What is expected: Line by line, print the records exactly, and keep images out of the copy.

Data excerpts:
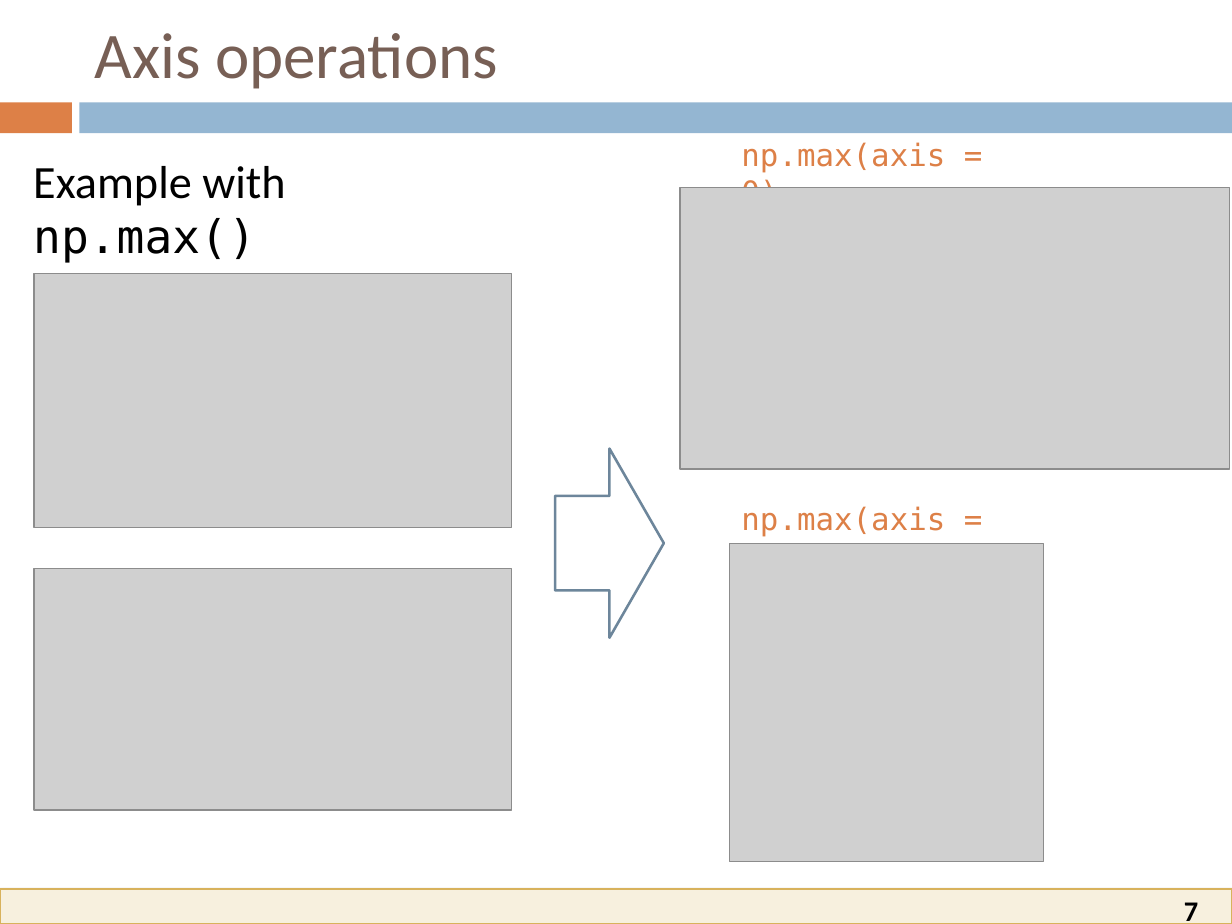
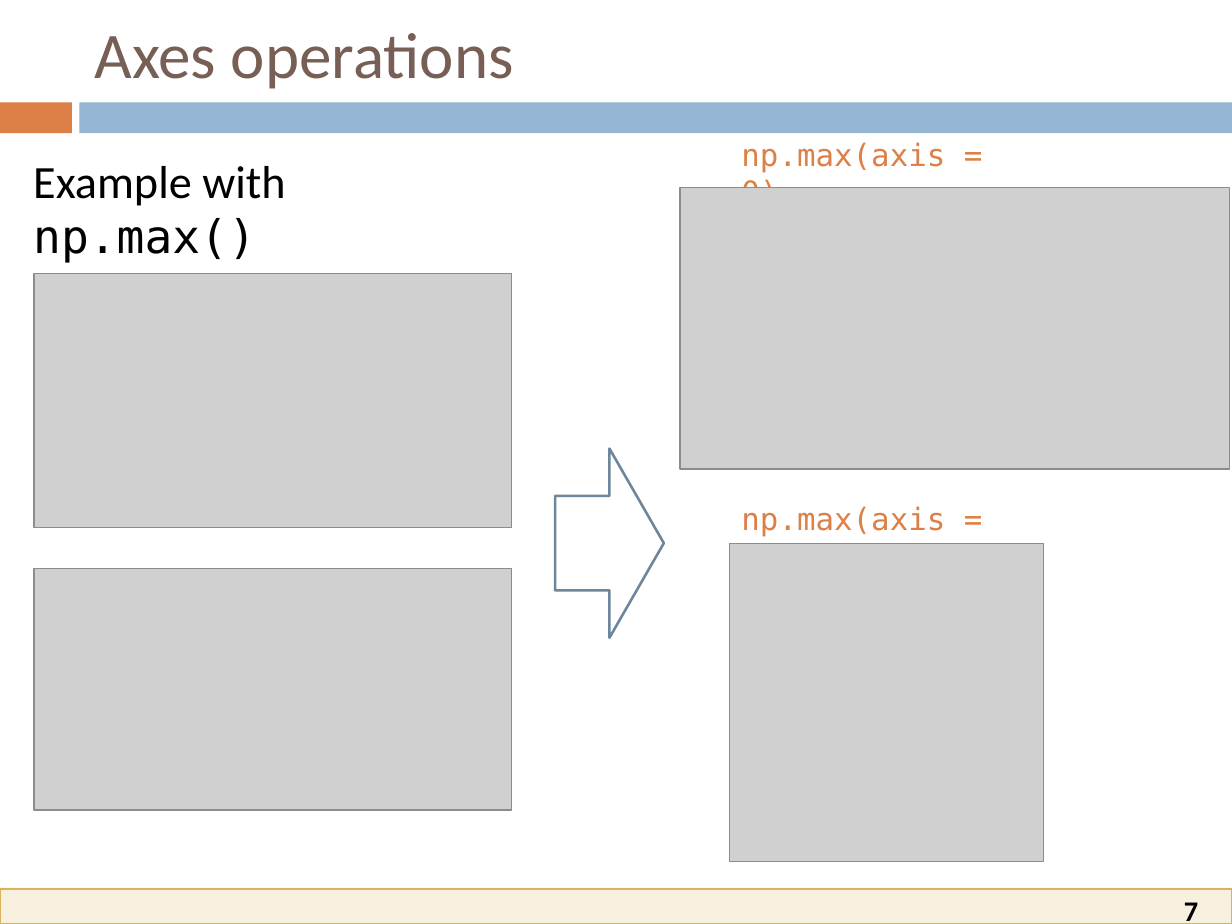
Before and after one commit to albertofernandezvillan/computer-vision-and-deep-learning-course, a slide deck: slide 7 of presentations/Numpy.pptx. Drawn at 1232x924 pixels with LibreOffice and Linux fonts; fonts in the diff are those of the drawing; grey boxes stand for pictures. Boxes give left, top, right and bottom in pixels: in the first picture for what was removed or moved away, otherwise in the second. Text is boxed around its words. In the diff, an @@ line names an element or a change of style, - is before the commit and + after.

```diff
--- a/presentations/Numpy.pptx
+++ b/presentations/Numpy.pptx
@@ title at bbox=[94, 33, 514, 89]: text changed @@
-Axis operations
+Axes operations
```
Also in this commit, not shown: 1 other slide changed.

Result for this task:
Before and after one commit to albertofernandezvillan/computer-vision-and-deep-learning-course, a slide deck: slide 7 of presentations/Numpy.pptx. Drawn at 1232x924 pixels with LibreOffice and Linux fonts; fonts in the diff are those of the drawing; grey boxes stand for pictures. Boxes give left, top, right and bottom in pixels: in the first picture for what was removed or moved away, otherwise in the second. Text is boxed around its words. In the diff, an @@ line names an element or a change of style, - is before the commit and + after.

```diff
--- a/presentations/Numpy.pptx
+++ b/presentations/Numpy.pptx
@@ title at bbox=[94, 33, 514, 89]: text changed @@
-Axis operations
+Axes operations
```
Also in this commit, not shown: 1 other slide changed.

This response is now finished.